These are the key concepts you need to understand to accurately answer the question.

Newton's Law of Gravitation
When we speak about the forces in the universe that bring every mass together, we often refer to Sir Isaac Newton's Law of Gravitation. This law is a fundamental principle that describes the gravitational attraction force between two bodies.

Simply put, Newton proposed that every particle of matter attracts every other particle with a force that is proportional to the product of their masses and inversely proportional to the square of the distance between their centers. The equation to express this is:
\[ F = G \frac{{m_1 \cdot m_2}}{{r^2}} \]
where \( F \) is the gravitational force, \( G \) is the gravitational constant, \( m_1 \) and \( m_2 \) are the masses of the two objects, and \( r \) is the distance between the centers of the two masses.

This universal law helps us understand everything from the orbiting of planets to the reason why objects fall to the ground here on Earth. For students, grasping Newton's law is crucial because it lays the foundation for further understanding of astrophysics, orbital mechanics, and even everyday gravity-related phenomena.
Gravitational Force
The concept of gravitational force is closely linked with Newton's law of gravitation. It is the attractive force that exists between any two masses, any two bodies, any two particles. Importantly, gravity doesn't require the two objects to be in direct contact with each other; it is a non-contact force that acts over distance.

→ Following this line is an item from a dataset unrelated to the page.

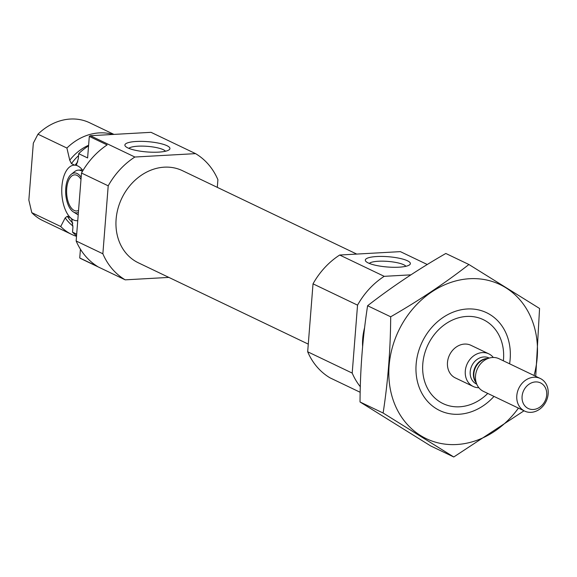 <?xml version="1.0" encoding="UTF-8"?>
<svg xmlns="http://www.w3.org/2000/svg" width="577" height="577" viewBox="0 0 577 577"><rect width="100%" height="100%" fill="white"/><g stroke="black" fill="none" stroke-linecap="round" stroke-linejoin="round"><path stroke-width="0.87" d="M405.898 266.293A18.68 4.263 4.5 0 0 403.741 264.749A18.68 4.263 4.5 0 0 384.671 261.215A18.68 4.263 4.5 0 0 369.309 263.415M168.859 277.407L125.209 279.845A72.305 60.571 -64.4 0 1 102.865 253.779L76.15 240.991L81.494 173.042A72.305 60.571 -64.4 0 1 107.113 144.921L89.305 136.403L87.61 157.947L78.703 153.684L78.321 158.538L76.553 164.683L75.883 165.289L74.635 165.145A27.811 13.798 -93.2 0 0 61.912 186.364A27.811 13.798 -93.2 0 0 70.488 217.781L71.671 218.791L72.911 227.302L72.529 232.156L76.691 234.147M71.635 218.741L71.671 218.791A27.811 13.798 -93.2 0 0 77.751 220.638M70.488 217.781L67.3 216.252L65.215 217.846L60.729 226.509L31.785 212.661L28.85 200.075L33.329 143.154L37.959 134.196A54.231 45.432 -64.4 0 1 89.623 122.757L113.95 134.398M74.635 165.145L71.447 163.616L69.752 160.218L66.903 148.044L37.959 134.196M125.209 279.845L80.679 258.539A72.305 60.571 -64.4 0 1 79.734 257.962L80.427 249.214M89.305 136.403A72.305 60.571 -64.4 0 1 90.351 135.718L151.037 132.328L195.567 153.633A72.305 60.571 -64.4 0 1 217.904 179.699L217.305 187.359M102.865 253.779L108.209 185.823L81.494 173.042M108.209 185.823A72.305 60.571 -64.4 0 1 134.874 157.023L90.351 135.718M79.734 257.962L97.542 266.487A72.305 60.571 -64.4 0 1 76.15 240.991M76.561 235.762A54.231 45.432 -64.4 0 1 72.529 232.156M78.703 153.684A54.231 45.432 -64.4 0 1 88.555 145.923M76.517 236.339A54.231 45.432 -64.4 0 1 71.75 234.442A54.231 45.432 -64.4 0 1 60.729 226.509M66.903 148.044A54.231 45.432 -64.4 0 1 112.977 134.455M71.75 234.442L42.806 220.594A54.231 45.432 -64.4 0 1 31.785 212.661M308.277 344.123L138.343 262.802A51.064 42.777 -64.4 0 1 116.114 219.21A51.064 42.777 -64.4 0 1 182.426 170.669L356.723 254.075M134.874 157.023L195.567 153.633M487.76 393.435A46.549 38.998 -64.4 0 1 443.626 403.871A46.549 38.998 -64.4 0 1 422.797 363.871A46.549 38.998 -64.4 0 1 467.356 316.405A46.549 38.998 -64.4 0 1 503.368 360.82M478.845 387.708A18.075 15.146 -64.4 0 1 473.162 386.446L455.347 377.921A18.075 15.146 -64.4 0 1 447.478 362.493A18.075 15.146 -64.4 0 1 470.955 345.313L488.762 353.831A18.075 15.146 -64.4 0 1 493.313 357.473M362.616 346.467A54.231 45.432 -64.4 0 1 362.709 338.677A54.231 45.432 -64.4 0 1 364.614 327.628M360.315 386.727A72.305 60.571 -64.4 0 1 352.201 373.088L307.678 351.782A72.305 60.571 -64.4 0 0 330.015 377.848L360.178 392.281M352.201 373.088L357.545 305.139A72.305 60.571 -64.4 0 1 384.21 276.333L410.903 274.847M307.678 351.782L313.022 283.834L357.545 305.139M313.022 283.834A72.305 60.571 -64.4 0 1 339.687 255.027L384.21 276.333M407.427 260.761A22.597 5.157 4.5 0 0 379.745 256.426A22.597 5.157 4.5 0 0 365.847 261.338A22.597 5.157 4.5 0 0 387.434 267A22.597 5.157 4.5 0 0 409.648 264.785A22.597 5.157 4.5 0 0 407.427 260.761M339.687 255.027L400.38 251.637L427.276 264.511M166.998 145.707A22.597 5.157 4.5 0 0 139.309 141.372A22.597 5.157 4.5 0 0 125.418 146.284A22.597 5.157 4.5 0 0 147.005 151.946A22.597 5.157 4.5 0 0 169.212 149.731A22.597 5.157 4.5 0 0 166.998 145.707M82.908 170.604A27.811 13.798 -93.2 0 0 78.696 166.45A27.811 13.798 -93.2 0 0 75.883 165.289M82.41 171.441A22.597 11.208 -93.2 0 0 78.27 170.143A22.597 11.208 -93.2 0 0 74.649 171.607L71.296 174.261A19.986 9.917 -93.2 0 0 65.713 193.475A19.986 9.917 -93.2 0 0 73.402 211.939A19.986 9.917 -93.2 0 0 78.393 212.495M73.402 211.939L77.029 214.204A22.597 11.208 -93.2 0 0 78.212 214.81M81.162 177.327A19.986 9.917 -93.2 0 0 71.296 174.261M82.388 169.912A22.597 11.208 -93.2 0 0 82.186 169.919L78.27 170.143M80.996 179.397A18.075 8.965 -93.2 0 0 74.606 174.874A18.075 8.965 -93.2 0 0 66.658 193.418A18.075 8.965 -93.2 0 0 76.626 210.973A18.075 8.965 -93.2 0 0 78.551 210.425M165.469 151.246A18.68 4.263 4.5 0 0 163.305 149.695A18.68 4.263 4.5 0 0 144.236 146.161A18.68 4.263 4.5 0 0 128.88 148.361M518.434 408.112A85.418 71.555 -64.4 0 1 456.631 444.521A85.418 71.555 -64.4 0 1 389.778 359.731A85.418 71.555 -64.4 0 1 480.324 278.987A85.418 71.555 -64.4 0 1 534.035 375.497M493.984 396.413A54.231 45.432 -64.4 0 1 459.011 414.257A54.231 45.432 -64.4 0 1 416.284 362.644A54.231 45.432 -64.4 0 1 470.147 308.919A54.231 45.432 -64.4 0 1 509.592 363.798M535.737 376.312L539.56 308.471L468.913 264.511C445.148 283.04 419.075 300.466 390.687 316.787C390.499 349.561 387.975 381.642 383.114 413.024L453.767 456.984L524.024 410.788M453.767 456.984L430.68 445.934L360.026 401.974C360.214 369.208 362.738 337.127 367.599 305.738C391.365 287.209 417.438 269.784 445.826 253.469L468.913 264.511M383.114 413.024L360.026 401.974M390.687 316.787L367.599 305.738M473.162 386.446A18.075 15.146 -64.4 0 1 467.305 363.604A18.075 15.146 -64.4 0 1 488.762 353.831M546.7 395.021A14.194 11.893 -64.4 0 1 527.299 407.982A14.194 11.893 -64.4 0 1 529.181 384.116A14.194 11.893 -64.4 0 1 546.7 395.021M548.15 393.918A18.075 15.146 -64.4 0 1 524.673 411.098A18.075 15.146 -64.4 0 1 518.817 388.256A18.075 15.146 -64.4 0 1 540.281 378.483A18.075 15.146 -64.4 0 1 548.15 393.918M524.673 411.098L483.396 391.343A18.075 15.146 -64.4 0 1 477.1 384.917A18.075 15.146 -64.4 0 1 490.046 357.863A18.075 15.146 -64.4 0 1 499.004 358.728L540.281 378.483M72.197 219.96A45.194 37.858 -64.4 0 1 70.935 218.07M75.097 165.21A45.194 37.858 -64.4 0 1 77.78 161.82M72.846 223.148A45.194 37.858 -64.4 0 1 67.3 216.252M71.447 163.616A45.194 37.858 -64.4 0 1 78.544 155.653M72.969 226.033A46.78 39.193 -64.4 0 1 65.215 217.846M69.752 160.218A46.78 39.193 -64.4 0 1 88.606 145.26M477.1 384.917L475.152 380.856A14.677 12.297 -64.4 0 1 485.661 358.887L490.046 357.863M475.888 382.392A14.461 12.117 -64.4 0 1 475.066 367.318A14.461 12.117 -64.4 0 1 487.32 358.497M476.725 384.145L476.501 384.037A14.461 12.117 -64.4 0 1 471.813 365.76A14.461 12.117 -64.4 0 1 488.986 357.949L489.209 358.057"/></g></svg>

In the context of our planet, we generally talk about the gravitational force that the Earth exerts on objects on its surface. This force is what we commonly call the force of gravity, and it gives objects weight. The gravitational force on an object on Earth is calculated with the same formula derived from Newton's law of gravitation:
\[ g = \frac{F}{m_2} = G \frac{m_1}{r^2} \]
where \( g \) is the gravitational acceleration, \( F \) is the gravitational force, \( G \) is the gravitational constant, \( m_1 \) is the mass of the Earth, \( m_2 \) is the mass of the object, and \( r \) is the radius of the Earth. Since Earth is not a perfect sphere and its mass is distributed unevenly, the gravitational force will indeed vary at different locations.
Density Variations in Earth
The density variations in Earth are a significant factor that contributes to the variations in the gravitational force experienced on its surface. Our planet is not a uniform sphere; it has a complex structure with layers of different densities, including the crust, mantle, outer core, and inner core.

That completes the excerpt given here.